Humane Society helps clean up, find home for animals

HARLINGEN — Two previously unwanted llamas have found a home.

Yesterday, the Harlingen Humane Society helped Janis Ortiz take the male and female llamas to a 30-acre ranch off Rangerville Road.

“They’re really gentle,” Ortiz said, “and they’re really cute.”

For Pat Turman-White, the humane society’s president, it’s the first time she ever tried to find a home for llamas.

So since Tuesday, she was busy calling friends with experience with llamas, a domesticated South American pack animal.

“We try to help wherever we can,” she said.

Yesterday afternoon, Chuck Vieh, an ag teacher at Santa Maria High School, led her to Ortiz.

“It was completely unexpected,” said Ortiz, a manager at Tractor Supply Co. in San Benito. “I didn’t wake up this morning and think, ‘I am going to get some llamas.’”

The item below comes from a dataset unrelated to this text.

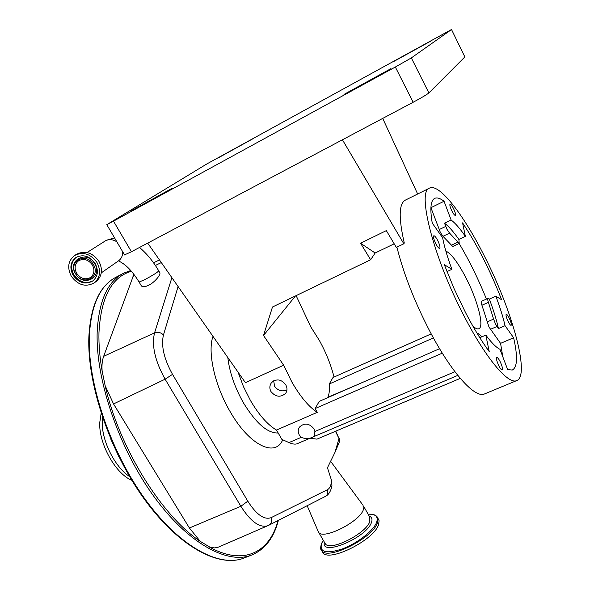<?xml version="1.0" encoding="UTF-8"?>
<svg xmlns="http://www.w3.org/2000/svg" width="590" height="590" viewBox="0 0 590 590"><rect width="100%" height="100%" fill="white"/><g stroke="black" fill="none" stroke-linecap="round" stroke-linejoin="round"><path stroke-width="0.89" d="M71.324 276.268C77.991 285.177 85.602 287.396 94.142 282.927C100.226 277.676 101.185 270.884 97.026 262.55C90.58 253.774 83.109 251.421 74.613 255.477C68.093 260.751 66.995 267.676 71.324 276.268M73.123 275.301C78.839 282.942 85.358 284.859 92.689 281.046C97.933 276.54 98.766 270.699 95.182 263.531C89.643 255.994 83.22 253.98 75.926 257.491C70.358 262.012 69.421 267.949 73.123 275.301M93.338 264.46C86.125 251.473 67.68 261.473 75.741 273.856C82.851 286.681 101.303 276.983 93.338 264.46M76.693 273.34C80.734 278.76 85.358 280.132 90.565 277.455C94.326 274.247 94.924 270.087 92.372 264.976C88.412 259.615 83.839 258.191 78.654 260.714C74.731 263.929 74.075 268.133 76.693 273.34M141.15 285.523L141.453 286.032C143.046 287.094 145.302 286.88 148.208 285.413C152.884 283.93 162.339 274.107 159.403 272.005L158.769 270.913M218.765 546.989L214.804 547.926L210.099 547.277L200.246 541.347L189.397 527.991L113.531 403.936L105.16 385.705L102.144 371.088C101.679 365.291 102.181 360.379 103.648 356.345L133.908 274.298M102.527 417.388L102.24 421.437C101.443 440.288 114.829 467.169 129.616 476.573M101.156 413.258L99.747 422.602C98.707 443.702 115.677 473.991 131.843 480.304M271.135 517.651C272.211 521.022 271.422 523.566 268.752 525.292L267.808 525.734C259.644 528.109 250.662 521.626 240.868 506.279L165.119 379.193L172.523 374.355L247.807 501.175C256.407 514.65 264.18 520.137 271.135 517.651L327.398 489.722C328.357 492.687 327.634 494.944 325.23 496.492C328.49 495.032 330.732 491.492 331.949 485.88L331.55 480.474L327.45 467.752L334.995 452.346L339.567 441.475L339.206 438.186M296.814 443.864L296.741 443.894C294.786 444.425 292.19 443.99 288.96 442.589L281.865 439.38L276.489 430.051C267.698 424.852 259.069 415.087 250.595 400.75L243.5 386.723L238.028 372.128M276.489 430.051L317.273 412.358C308.843 406.857 300.399 396.797 291.947 382.165L283.65 365.217L245.425 382.696L147.699 243.117M270.965 391.598C275.714 397.092 280.597 397.675 285.612 393.346C287.367 390.823 287.433 388.021 285.811 384.923C281.349 379.163 276.592 378.397 271.525 382.622C269.519 385.395 269.328 388.382 270.965 391.598M296.121 295.627L310.76 326.838L319.441 340.585C326.019 352.562 330.887 364.716 334.043 377.054M273.671 380.808L274.623 386.325C277.949 390.735 282.064 391.908 286.961 389.843M327.974 397.549L327.826 397.284C329.272 394.083 329.751 389.651 329.264 383.987L433.392 337.908M431.209 333.881L332.989 377.526L329.264 383.987M295.479 295.929L263.516 335.489L283.65 365.217M439.579 348.697L319.256 401.362L315.119 408.546L317.273 412.358M394.186 243.81L375.144 253.007L370.638 259.762L272.484 306.999L263.516 335.489M370.638 259.762L360.564 243.228L375.144 253.007M342.421 139.786L403.825 243.788L396.325 247.402L386.339 230.616L360.564 243.228M429.321 188.21L405.588 200.003C398.884 203.27 398.449 217.614 404.283 243.021L403.825 243.788M382.711 118.406L417.654 194.007M451.527 29.53L464.854 56.928L428.878 92.947C426.821 94.621 421.57 97.726 413.14 102.262L131.423 251.753L124.542 254.88M218.971 157.471L252.55 138.967L218.971 157.471M393.965 61.367L431.91 40.496L393.965 61.367M343.992 94.407L390.978 68.624L343.992 94.407M131.732 210.542L172.206 188.269L131.732 210.542M464.854 56.928L451.512 29.507L207.038 163.828L106.79 224.665L113.501 221.147L131.423 251.753M413.14 102.262L395.337 67.031L113.501 221.147M395.337 67.031L411.333 57.916L428.878 92.947M451.468 29.574L411.333 57.916M484.892 393.788L484.39 394.002C474.935 398.368 451.8 373.175 430.132 331.853C414.623 301.977 403.553 273.731 396.908 247.114M464.374 316.609C433.274 257.535 416.444 190.231 429.778 187.981C439.616 183.52 463.762 215.062 484.198 255.713C511.98 309.684 530.602 376.14 516.567 380.653C508.197 384.577 485.998 358.58 464.374 316.609M437.625 240.329C439.727 244.725 440.42 247.424 439.683 248.419C438.827 248.493 437.559 246.974 435.885 243.862C433.775 239.444 433.082 236.745 433.82 235.757C434.683 235.69 435.951 237.217 437.625 240.329M453.4 208.329C455.251 212.216 455.9 214.576 455.347 215.409C454.632 215.446 453.518 214.03 452.006 211.161C450.141 207.26 449.492 204.892 450.052 204.066C450.767 204.044 451.888 205.46 453.4 208.329M509.074 317.848C510.992 321.919 511.678 324.419 511.124 325.348C510.512 325.385 509.561 324.175 508.27 321.705C506.338 317.619 505.652 315.119 506.213 314.205C506.825 314.168 507.776 315.377 509.074 317.848M499.996 361.331C502.186 365.955 502.909 368.831 502.178 369.945C501.463 370.019 500.409 368.743 499 366.11C496.81 361.464 496.079 358.58 496.81 357.474C497.532 357.407 498.594 358.691 499.996 361.331M485.806 335.076C491.522 342.783 496.249 347.525 499.981 349.295L507.651 369.598L512.26 370.041C517.437 367.334 517.887 356.574 513.61 337.76L505.047 325.695C503.049 316.926 499.973 307.095 495.821 296.202L501.625 299.75C490.187 270.397 477.17 244.769 462.575 222.873L465.37 236.354C459.986 228.544 455.244 223.094 451.136 220.018L444.049 201.256C440.258 198.351 437.205 197.355 434.889 198.277C430.656 200.172 429.778 208.447 432.249 223.101L442.625 237.726C444.285 246.591 447.382 257.122 451.903 269.328L444.322 264.681L454.197 288.901L465.628 312.752C473.777 328.416 481.647 341.359 489.228 351.581L485.806 335.076L479.795 337.694M478.018 334.832L478.298 333.203L481.912 336.772M502.798 356.758L500.571 343.373L513.61 337.76M498.454 328.571L495.563 324.139L493.579 319.072L488.432 302.346C487.642 300.037 487.473 298.724 487.923 298.407L489.346 299.093C493.469 309.971 496.507 319.795 498.454 328.571L505.047 325.695M500.571 343.373L488.985 327.022L481.934 305.251C481.152 302.943 480.99 301.623 481.455 301.306L487.9 298.415M495.821 296.202L489.346 299.093M486.418 299.078C478.387 279.092 469.286 260.559 459.131 243.478M458.88 239.422L459.212 243.441L449.587 233.146L447.021 229.355L444.513 223.212C448.673 226.25 453.459 231.656 458.88 239.422L465.37 236.354M452.737 246.495L442.994 236.295L440.413 232.519L430.929 207.687L444.049 201.256M451.136 220.018L444.513 223.212M451.903 269.328L446.969 271.621M445.826 251.016C451.254 253.648 457.943 262.535 465.886 277.676C477.59 300.096 484.633 327.111 478.763 328.763C477.354 329.279 475.385 328.387 472.848 326.071M315.119 408.546L442.279 353.144M314.89 431.511L314.293 435.737C311.277 438.975 306.918 439.513 301.217 437.352L299.322 435.029C297.839 432.227 297.884 429.594 299.44 427.123C304.344 422.595 309.175 423.148 313.917 428.775L314.89 431.511L454.912 371.693M316.963 439.137L310.126 438.2M358.056 384.385L327.826 397.284M334.995 452.346L338.977 438.525L339.567 441.475M363.057 505.232L363.307 509.819C359.679 521.73 323.364 540.049 318.703 532.394L318.025 531.037M377.829 518.072L379.104 520.756L378.618 524.495C374.532 539.784 328.91 562.735 322.863 552.66L322.103 551.362M116.894 241.87C113 239.348 109.194 238.994 105.485 240.794L87.062 252.52M122.602 251.583C122.831 255.536 121.496 258.604 118.605 260.78L122.528 263.214C127.993 266.732 133.517 273.008 139.107 282.05L144.816 279.616C153.326 275.029 157.95 272.093 158.71 270.81C153.23 261.422 146.836 253.641 139.513 247.461M76.575 254.246C85.056 250.197 92.505 252.542 98.914 261.281C103.058 269.586 102.092 276.356 96.015 281.6C102.085 276.363 103.044 269.593 98.899 261.289C92.49 252.55 85.041 250.204 76.575 254.246L74.886 255.308M76.412 257.188C71.066 261.746 70.217 267.624 73.861 274.815C79.362 282.263 85.749 284.262 93.006 280.81M94.658 263.686C86.833 249.592 66.832 260.456 75.572 273.871C83.271 287.765 103.279 277.263 94.658 263.686M113.531 403.936L165.119 379.193C155.03 361.028 151.512 345.585 154.558 332.871L103.648 356.345M178.091 286.519L163.437 335.017C160.871 332.406 157.913 331.691 154.558 332.871L171.889 277.669M161.321 262.572L155.369 265.463M134.793 275.471L132.964 276.363M131.459 271.289C111.724 276.858 100.897 297.323 98.965 332.679C98.67 344.435 99.725 357.238 102.144 371.088M130.774 270.508L124.04 273.008C107.675 281.069 98.714 300.915 97.158 332.546C95.646 379.141 118.465 447.05 152.788 494.922C187.119 542.918 226.796 564.527 251.178 555.249C264.681 549.784 273.753 538.161 278.392 520.38M209.391 547.041C243.928 566.253 269.637 552.284 278.03 520.564M105.16 385.705C119.246 447.899 161.638 515.822 200.246 541.347M251.178 555.249L243.5 558.251C218.263 567.779 178.269 546.229 143.967 498.639C109.666 451.144 87.069 383.662 88.854 337.038C90.565 305.318 99.865 285.25 116.732 276.835C100.182 284.992 91.037 304.89 89.304 336.514C87.534 383.094 110.19 450.812 144.55 498.462C178.918 546.237 218.831 567.639 243.5 558.251L244.983 557.668M110.714 438.923L118.671 456.313M247.807 501.175L240.868 506.279L189.397 527.991M163.437 335.017C160.959 345.836 163.991 358.949 172.523 374.355M335.481 431.283L338.977 438.525L335.806 431.15M327.398 489.722C329.854 488.402 331.241 485.319 331.55 480.474M282.721 439.771C275.434 457.611 249.644 445.671 230.395 412.063C214.76 385.764 207.282 351.972 212.99 336.366M227.829 357.562C229.525 372.32 234.761 387.468 243.53 403C256.119 423.436 267.668 433.436 278.178 432.986M356.544 87.268L356.766 87.696M144.462 203.321L144.683 203.705M382.35 73.153L382.556 73.566M490.378 329.353L496.957 326.484M487.016 321.963L493.579 319.072M481.934 305.251L488.432 302.346M439.115 229.606L445.723 226.435M442.994 236.295L449.587 233.146M451.195 245.329L457.707 242.254M288.96 442.589L301.217 437.352M363.639 506.257L369.539 516.692L369.856 521.383C366.375 533.515 330.142 551.739 325.341 543.84L324.751 542.815M369.207 516.102C371.825 517.113 372.592 519.178 371.516 522.29C366.914 537.66 320.333 557.144 324.404 542.217M368.145 514.229C375.52 513.905 378.374 516.538 376.7 522.113C373.883 530.373 357.592 543.22 342.473 548.884C326.034 554.15 319.109 552.277 321.705 543.257L323.32 540.351M368.138 514.215C372.312 513.868 375.292 514.709 377.076 516.737L378.072 519.252L377.526 522.563C373.411 537.807 327.775 560.773 321.749 550.758L321.004 549.474M105.02 241.067L105.994 240.491M118.605 260.78L101.296 272.86M96.015 281.6L94.142 282.927M106.495 240.219L114.556 237.888M139.107 282.05L141.453 286.032M116.732 276.835L122.543 273.79M325.23 496.492L268.752 525.292L218.411 547.137M159.47 259.932L153.54 262.816M124.593 254.976L106.79 224.665M484.39 394.002L516.567 380.653M477.295 333.645L478.269 333.217M452.714 246.502L459.212 243.441M434.483 198.476L434.889 198.277M285.612 393.346L286.128 392.557M296.741 443.894L457.788 375.38M316.896 439.167L460.266 378.374M314.293 435.737L314.669 435.051M330.621 461.284L362.798 504.966M324.773 542.852L318.703 532.394M323.305 540.337L321.58 543.412C320.326 547.336 320.377 549.777 321.749 550.758L322.863 552.66M307.161 505.711L318.482 532.099"/></g></svg>

Ortiz said she’ll keep her llamas on Vieh’s ranch until she fences her 10-acre spread north of Valley International Airport.

“They’re going to roam free, enjoying life,” Ortiz said.

But the history of her newly-adopted llamas is sort of a mystery.

Turman-White came to their rescue after George Solis, a Willacy County justice of the peace, told her the llamas needed a home.

Solis said the llamas’ owner died and his children didn’t live in the Rio Grande Valley.

Since November, the llamas stayed on Gloria Flores’ ranch off FM 2845 near Sebastian, where they shared a two-acre pasture with a horse.

But the llamas were eating too much grass.

So Flores’ son-in-law Cruz Gonzalez called Solis to help find them a home.

So yesterday morning, Turman-White pulled a horse trailer into Flores’ driveway.

After Gonzalez roped the llamas, William Van Coppenolle, Turman-White’s co-worker, helped Solis pull and push the stubborn pair into the trailer.

“We’ve picked up horses, dogs, cats, armadillos, ‘possums and raccoons,” Solis said. “Now llamas.”

For the llamas, their next stop was a country doctor.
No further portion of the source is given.